Efeitos da artrite em "atletas de fim de semana"

A osteoartrite também pode se manifestar em atletas amadores ou recém-iniciados, o que faz os médicos e profissionais do esporte alertarem para a necessidade de cuidados prévios ao começo da prática regular de atividades físicas, como o "racha" de futebol semanal com os amigos, a corrida de rua ou treinos na academia.

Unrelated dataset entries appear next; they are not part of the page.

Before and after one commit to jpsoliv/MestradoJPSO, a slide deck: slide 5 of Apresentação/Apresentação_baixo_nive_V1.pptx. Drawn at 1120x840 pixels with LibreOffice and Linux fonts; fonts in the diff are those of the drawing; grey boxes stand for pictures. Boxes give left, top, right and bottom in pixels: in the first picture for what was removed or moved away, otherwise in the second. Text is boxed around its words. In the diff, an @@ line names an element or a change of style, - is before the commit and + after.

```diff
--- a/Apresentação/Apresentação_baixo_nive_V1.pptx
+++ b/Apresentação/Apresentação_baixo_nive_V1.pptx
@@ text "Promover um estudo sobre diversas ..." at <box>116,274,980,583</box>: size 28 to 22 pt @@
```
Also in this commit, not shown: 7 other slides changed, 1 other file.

"Esse atleta se inspira no atleta profissional e quer ser um atleta profissional. Claro que não vai ter a mesma condição de treinamento ou de prevenção, mas a principal coisa que eu digo: fazer uma avaliação médica antes de qualquer prática esportiva, uma avaliação nutricional, para que, com isso, tu possa ter um desempenho na parte física, com um educador físico, e o trabalho preventivo, junto com a fisioterapia, para fazer a atividade física de maneira saudável e preservando o corpo", pondera Krebs.

Modelo do calçado faz a diferença para os exercícios físicos(Foto: Jesse D. Garrabrant / NBAE / Getty Images / Getty Images via AFP)
Foto: Jesse D. Garrabrant / NBAE / Getty Images / Getty Images via AFP Modelo do calçado faz a diferença para os exercícios físicos

Até mesmo o modelo de calçado para o exercício pode fazer a diferença. "Muitas vezes, a gente não sabe o nosso tipo de pisada. [...] E a maioria das escolhas do calçado é baseada em propaganda da televisão, e não do que você precisa. Aí, você gasta aquela grana naquele tênis, porque o campeão da maratona olímpica usou. Não precisa. Se tivesse um tênis mais baratinho, mas correto para você, ia ser a melhor escolha", alerta Leandro Gregorut, ortopedista e diretor médico do Ironman Brasil.

O médico indica que uma corrida em ritmo mais lento — comumente chamada de trote — induz uma carga de nove vezes o peso do corpo em cada passada, enquanto uma corrida transmite em até 14 vezes a cada passada. Até movimentos mais corriqueiros, como descer escadas (seis vezes o peso corporal), também podem forçar em demasia as articulações, o que exige cuidados.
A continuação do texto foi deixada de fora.